EXERCISE DETAILS> Copy every entry exactly, but skip the pictures.

Excerpts from a dataset>
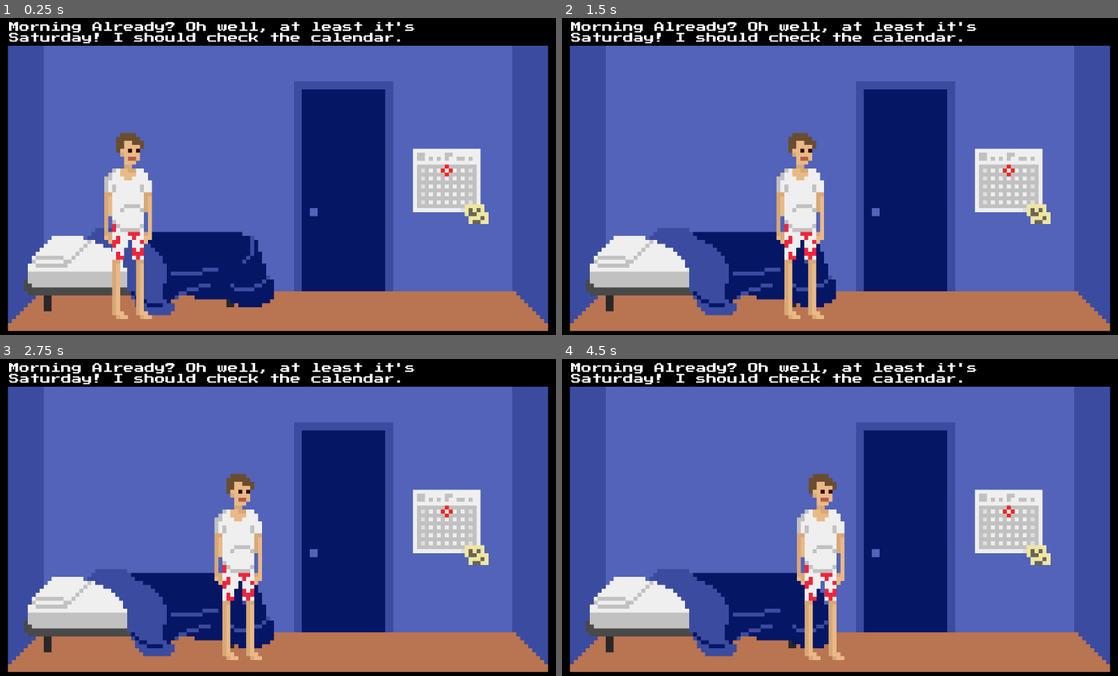
Above: before the commit, frames 1-4 (two rows, left to right).
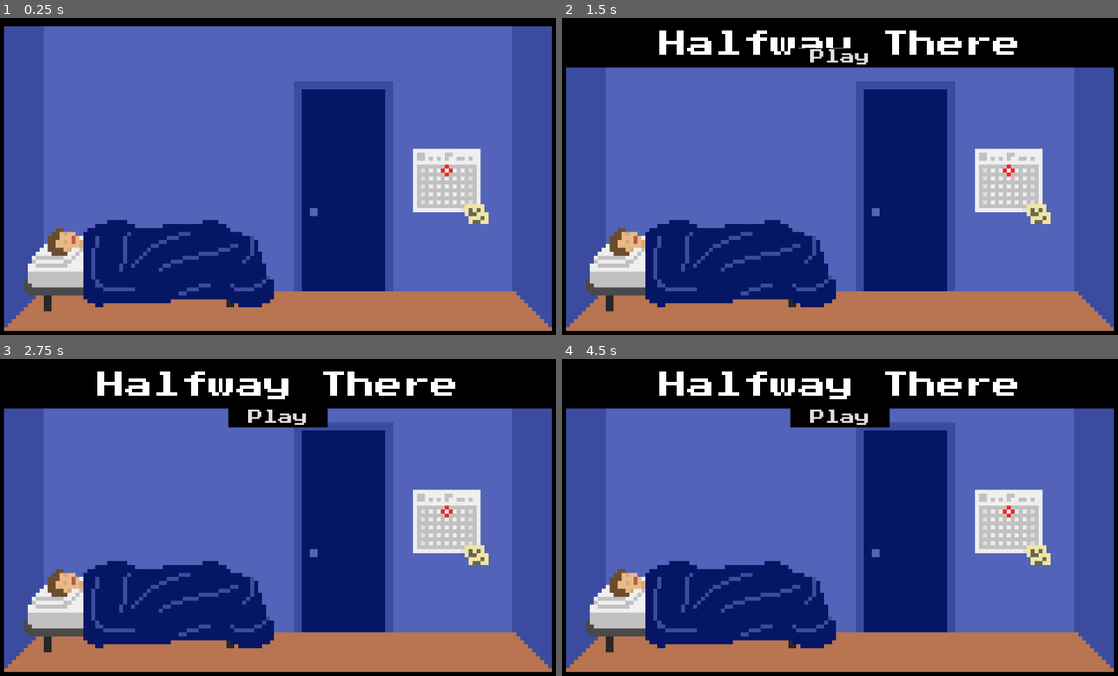
Above: after the commit, the same moments.

Repository: lthammond/CS315-midterm-Halfway_There
Game: Godot game, scene res://src/MainMenu.tscn
Two runs of this game, one before a commit and one after it. Both use one fixed random seed, a clock stepped at 60 frames per second and the inputs below. Before the commit the project starts from res://src/Bedroom.tscn.
Inputs (mouse positions are in pixels of both pictures, inside the frame that each line leads up to):
- Up to frame 1 (0.25 s): no input
- Up to frame 2 (1.5 s): hold Right (move_right) 0.53-1.25 s; hold Up (interact) 0.53-1.25 s; click (840, 46) at 1.25 s, where only the run after the commit has a clickable "Play"
- Up to frame 3 (2.75 s): click (278, 416) at 2 s, where only the run after the commit has a clickable "Play"
- Up to frame 4 (4.5 s): tap Enter at 2.75 s; hold Left (move_left) 2.78-3.53 s; tap Up (interact) at 2.85, 4.35 s; hold Up (interact) 3.53-4.28 s; hold Right (move_right) from 3.53 s (still down)

The runs differ from the first frame. In frame 1, 15% of the frame differs, in the area x 0-100%, y 1-99%; in frame 2, 18%; in frame 3, 19%; in frame 4, 19%.

Commit message:
Add MainMenu.tscn

Diff:
--- a/project/project.godot
+++ b/project/project.godot
@@ -11,7 +11,7 @@
 [application]
 
 config/name="Midterm_Jam"
-run/main_scene="res://src/Bedroom.tscn"
+run/main_scene="res://src/MainMenu.tscn"
 config/icon="res://icon.png"
 
 [autoload]
--- a/project/src/Bedroom.tscn
+++ b/project/src/Bedroom.tscn
@@ -50,20 +50,6 @@
 "method": "show"
 } ]
 }
-tracks/3/type = "method"
-tracks/3/path = NodePath("../../HUD/Dialog/WakeUpTextLabel")
-tracks/3/interp = 1
-tracks/3/loop_wrap = true
-tracks/3/imported = false
-tracks/3/enabled = true
-tracks/3/keys = {
-"times": PoolRealArray( 0 ),
-"transitions": PoolRealArray( 1 ),
-"values": [ {
-"args": [  ],
-"method": "hide"
-} ]
-}
 
 [sub_resource type="Animation" id=2]
 resource_name = "Fade_light"
@@ -226,12 +212,11 @@
 }
 
 [node name="WakeUpTextLabel" type="RichTextLabel" parent="HUD/Dialog"]
-visible = false
 margin_right = 881.731
 margin_bottom = 52.1255
 custom_fonts/normal_font = SubResource( 4 )
-bbcode_text = "Morning Already? Oh well, at least it's Saturday! I should check the calendar."
-text = "Morning Already? Oh well, at least it's Saturday! I should check the calendar."
+bbcode_text = "Noon already? At least it's Saturday! I should go check the calendar."
+text = "Noon already? At least it's Saturday! I should go check the calendar."
 __meta__ = {
 "_edit_use_anchors_": false
 }
--- /dev/null
+++ b/project/src/MainMenu.gd
@@ -0,0 +1,10 @@
+extends Control
+
+func _ready():
+	$AnimationPlayer.play("Drop_title")
+
+func _on_PlayButton_pressed():
+	$Background.texture = load("res://assets/backgrounds/menubackground2.png")
+	yield(get_tree().create_timer(1), "timeout")
+	if get_tree().change_scene("res://src/Bedroom.tscn") != OK:
+		print ("An unexpected error occured while trying to switch to Bedroom scene")
--- /dev/null
+++ b/project/src/MainMenu.tscn
@@ -0,0 +1,114 @@
+[gd_scene load_steps=7 format=2]
+
+[ext_resource path="res://src/MainMenu.gd" type="Script" id=1]
+[ext_resource path="res://assets/backgrounds/menubackground1.png" type="Texture" id=2]
+[ext_resource path="res://assets/fonts/PressStart2P-Regular.ttf" type="DynamicFontData" id=3]
+
+[sub_resource type="Animation" id=1]
+resource_name = "Drop_title"
+length = 2.0
+tracks/0/type = "value"
+tracks/0/path = NodePath("Title:offset")
+tracks/0/interp = 1
+tracks/0/loop_wrap = true
+tracks/0/imported = false
+tracks/0/enabled = true
+tracks/0/keys = {
+"times": PoolRealArray( 0, 1.5 ),
+"transitions": PoolRealArray( 1, 1 ),
+"update": 0,
+"values": [ Vector2( 0, -100 ), Vector2( 0, 0 ) ]
+}
+tracks/1/type = "value"
+tracks/1/path = NodePath("Title/StartGame:offset")
+tracks/1/interp = 1
+tracks/1/loop_wrap = true
+tracks/1/imported = false
+tracks/1/enabled = true
+tracks/1/keys = {
+"times": PoolRealArray( 0.5, 1.9 ),
+"transitions": PoolRealArray( 1, 1 ),
+"update": 0,
+"values": [ Vector2( 0, -135 ), Vector2( 0, 0 ) ]
+}
+
+[sub_resource type="DynamicFont" id=2]
+size = 30
+font_data = ExtResource( 3 )
+
+[sub_resource type="DynamicFont" id=3]
+size = 56
+font_data = ExtResource( 3 )
+
+[node name="MainMenu" type="Control"]
+anchor_right = 1.0
+anchor_bottom = 1.0
+script = ExtResource( 1 )
+__meta__ = {
+"_edit_use_anchors_": false
+}
+
+[node name="Background" type="Sprite" parent="."]
+position = Vector2( 0, 0.05896 )
+scale = Vector2( 8, 8 )
+texture = ExtResource( 2 )
+centered = false
+
+[node name="AnimationPlayer" type="AnimationPlayer" parent="."]
+anims/Drop_title = SubResource( 1 )
+
+[node name="Title" type="CanvasLayer" parent="."]
+offset = Vector2( 0, -100 )
+transform = Transform2D( 1, 0, 0, 1, 0, -100 )
+
+[node name="StartGame" type="CanvasLayer" parent="Title"]
+offset = Vector2( 0, -135 )
+transform = Transform2D( 1, 0, 0, 1, 0, -135 )
+
+[node name="ButtonBackground" type="ColorRect" parent="Title/StartGame"]
+anchor_left = 0.5
+anchor_right = 0.5
+margin_left = -100.0
+margin_top = 100.0
+margin_right = 100.0
+margin_bottom = 137.625
+color = Color( 0, 0, 0, 1 )
+__meta__ = {
+"_edit_use_anchors_": false
+}
+
+[node name="PlayButton" type="Button" parent="Title/StartGame"]
+anchor_left = 0.5
+anchor_right = 0.5
+margin_left = -66.0
+margin_top = 100.067
+margin_right = 66.0
+margin_bottom = 136.067
+custom_fonts/font = SubResource( 2 )
+text = "Play"
+flat = true
+
+[node name="TitleBackground" type="ColorRect" parent="Title"]
+anchor_right = 1.0
+margin_bottom = 100.0
+color = Color( 0, 0, 0, 1 )
+__meta__ = {
+"_edit_use_anchors_": false
+}
+
+[node name="TitleLabel" type="RichTextLabel" parent="Title"]
+anchor_left = 0.5
+anchor_right = 0.5
+margin_left = -560.0
+margin_top = 25.362
+margin_right = 560.0
+margin_bottom = 125.362
+custom_fonts/normal_font = SubResource( 3 )
+bbcode_enabled = true
+bbcode_text = "[center]Halfway There[/center]"
+text = "Halfway There"
+__meta__ = {
+"_edit_use_anchors_": false
+}
+
+[connection signal="pressed" from="Title/StartGame/PlayButton" to="." method="_on_PlayButton_pressed"]
Binary file added: project/assets/backgrounds/menubackground1.png
Not shown, added: project/assets/backgrounds/menubackground1.png.import
Binary file added: project/assets/backgrounds/menubackground2.png
Not shown, added: project/assets/backgrounds/menubackground2.png.import
Not shown, added: raw_assets/backgrounds/menubackground1.png
Not shown, added: raw_assets/backgrounds/menubackground2.png

EXERCISE SOLUTION>
Above: before the commit, frames 1-4 (two rows, left to right).
Above: after the commit, the same moments.

Repository: lthammond/CS315-midterm-Halfway_There
Game: Godot game, scene res://src/MainMenu.tscn
Two runs of this game, one before a commit and one after it. Both use one fixed random seed, a clock stepped at 60 frames per second and the inputs below. Before the commit the project starts from res://src/Bedroom.tscn.
Inputs (mouse positions are in pixels of both pictures, inside the frame that each line leads up to):
- Up to frame 1 (0.25 s): no input
- Up to frame 2 (1.5 s): hold Right (move_right) 0.53-1.25 s; hold Up (interact) 0.53-1.25 s; click (840, 46) at 1.25 s, where only the run after the commit has a clickable "Play"
- Up to frame 3 (2.75 s): click (278, 416) at 2 s, where only the run after the commit has a clickable "Play"
- Up to frame 4 (4.5 s): tap Enter at 2.75 s; hold Left (move_left) 2.78-3.53 s; tap Up (interact) at 2.85, 4.35 s; hold Up (interact) 3.53-4.28 s; hold Right (move_right) from 3.53 s (still down)

The runs differ from the first frame. In frame 1, 15% of the frame differs, in the area x 0-100%, y 1-99%; in frame 2, 18%; in frame 3, 19%; in frame 4, 19%.

Commit message:
Add MainMenu.tscn

Diff:
--- a/project/project.godot
+++ b/project/project.godot
@@ -11,7 +11,7 @@
 [application]
 
 config/name="Midterm_Jam"
-run/main_scene="res://src/Bedroom.tscn"
+run/main_scene="res://src/MainMenu.tscn"
 config/icon="res://icon.png"
 
 [autoload]
--- a/project/src/Bedroom.tscn
+++ b/project/src/Bedroom.tscn
@@ -50,20 +50,6 @@
 "method": "show"
 } ]
 }
-tracks/3/type = "method"
-tracks/3/path = NodePath("../../HUD/Dialog/WakeUpTextLabel")
-tracks/3/interp = 1
-tracks/3/loop_wrap = true
-tracks/3/imported = false
-tracks/3/enabled = true
-tracks/3/keys = {
-"times": PoolRealArray( 0 ),
-"transitions": PoolRealArray( 1 ),
-"values": [ {
-"args": [  ],
-"method": "hide"
-} ]
-}
 
 [sub_resource type="Animation" id=2]
 resource_name = "Fade_light"
@@ -226,12 +212,11 @@
 }
 
 [node name="WakeUpTextLabel" type="RichTextLabel" parent="HUD/Dialog"]
-visible = false
 margin_right = 881.731
 margin_bottom = 52.1255
 custom_fonts/normal_font = SubResource( 4 )
-bbcode_text = "Morning Already? Oh well, at least it's Saturday! I should check the calendar."
-text = "Morning Already? Oh well, at least it's Saturday! I should check the calendar."
+bbcode_text = "Noon already? At least it's Saturday! I should go check the calendar."
+text = "Noon already? At least it's Saturday! I should go check the calendar."
 __meta__ = {
 "_edit_use_anchors_": false
 }
--- /dev/null
+++ b/project/src/MainMenu.gd
@@ -0,0 +1,10 @@
+extends Control
+
+func _ready():
+	$AnimationPlayer.play("Drop_title")
+
+func _on_PlayButton_pressed():
+	$Background.texture = load("res://assets/backgrounds/menubackground2.png")
+	yield(get_tree().create_timer(1), "timeout")
+	if get_tree().change_scene("res://src/Bedroom.tscn") != OK:
+		print ("An unexpected error occured while trying to switch to Bedroom scene")
--- /dev/null
+++ b/project/src/MainMenu.tscn
@@ -0,0 +1,114 @@
+[gd_scene load_steps=7 format=2]
+
+[ext_resource path="res://src/MainMenu.gd" type="Script" id=1]
+[ext_resource path="res://assets/backgrounds/menubackground1.png" type="Texture" id=2]
+[ext_resource path="res://assets/fonts/PressStart2P-Regular.ttf" type="DynamicFontData" id=3]
+
+[sub_resource type="Animation" id=1]
+resource_name = "Drop_title"
+length = 2.0
+tracks/0/type = "value"
+tracks/0/path = NodePath("Title:offset")
+tracks/0/interp = 1
+tracks/0/loop_wrap = true
+tracks/0/imported = false
+tracks/0/enabled = true
+tracks/0/keys = {
+"times": PoolRealArray( 0, 1.5 ),
+"transitions": PoolRealArray( 1, 1 ),
+"update": 0,
+"values": [ Vector2( 0, -100 ), Vector2( 0, 0 ) ]
+}
+tracks/1/type = "value"
+tracks/1/path = NodePath("Title/StartGame:offset")
+tracks/1/interp = 1
+tracks/1/loop_wrap = true
+tracks/1/imported = false
+tracks/1/enabled = true
+tracks/1/keys = {
+"times": PoolRealArray( 0.5, 1.9 ),
+"transitions": PoolRealArray( 1, 1 ),
+"update": 0,
+"values": [ Vector2( 0, -135 ), Vector2( 0, 0 ) ]
+}
+
+[sub_resource type="DynamicFont" id=2]
+size = 30
+font_data = ExtResource( 3 )
+
+[sub_resource type="DynamicFont" id=3]
+size = 56
+font_data = ExtResource( 3 )
+
+[node name="MainMenu" type="Control"]
+anchor_right = 1.0
+anchor_bottom = 1.0
+script = ExtResource( 1 )
+__meta__ = {
+"_edit_use_anchors_": false
+}
+
+[node name="Background" type="Sprite" parent="."]
+position = Vector2( 0, 0.05896 )
+scale = Vector2( 8, 8 )
+texture = ExtResource( 2 )
+centered = false
+
+[node name="AnimationPlayer" type="AnimationPlayer" parent="."]
+anims/Drop_title = SubResource( 1 )
+
+[node name="Title" type="CanvasLayer" parent="."]
+offset = Vector2( 0, -100 )
+transform = Transform2D( 1, 0, 0, 1, 0, -100 )
+
+[node name="StartGame" type="CanvasLayer" parent="Title"]
+offset = Vector2( 0, -135 )
+transform = Transform2D( 1, 0, 0, 1, 0, -135 )
+
+[node name="ButtonBackground" type="ColorRect" parent="Title/StartGame"]
+anchor_left = 0.5
+anchor_right = 0.5
+margin_left = -100.0
+margin_top = 100.0
+margin_right = 100.0
+margin_bottom = 137.625
+color = Color( 0, 0, 0, 1 )
+__meta__ = {
+"_edit_use_anchors_": false
+}
+
+[node name="PlayButton" type="Button" parent="Title/StartGame"]
+anchor_left = 0.5
+anchor_right = 0.5
+margin_left = -66.0
+margin_top = 100.067
+margin_right = 66.0
+margin_bottom = 136.067
+custom_fonts/font = SubResource( 2 )
+text = "Play"
+flat = true
+
+[node name="TitleBackground" type="ColorRect" parent="Title"]
+anchor_right = 1.0
+margin_bottom = 100.0
+color = Color( 0, 0, 0, 1 )
+__meta__ = {
+"_edit_use_anchors_": false
+}
+
+[node name="TitleLabel" type="RichTextLabel" parent="Title"]
+anchor_left = 0.5
+anchor_right = 0.5
+margin_left = -560.0
+margin_top = 25.362
+margin_right = 560.0
+margin_bottom = 125.362
+custom_fonts/normal_font = SubResource( 3 )
+bbcode_enabled = true
+bbcode_text = "[center]Halfway There[/center]"
+text = "Halfway There"
+__meta__ = {
+"_edit_use_anchors_": false
+}
+
+[connection signal="pressed" from="Title/StartGame/PlayButton" to="." method="_on_PlayButton_pressed"]
Binary file added: project/assets/backgrounds/menubackground1.png
Not shown, added: project/assets/backgrounds/menubackground1.png.import
Binary file added: project/assets/backgrounds/menubackground2.png
Not shown, added: project/assets/backgrounds/menubackground2.png.import
Not shown, added: raw_assets/backgrounds/menubackground1.png
Not shown, added: raw_assets/backgrounds/menubackground2.png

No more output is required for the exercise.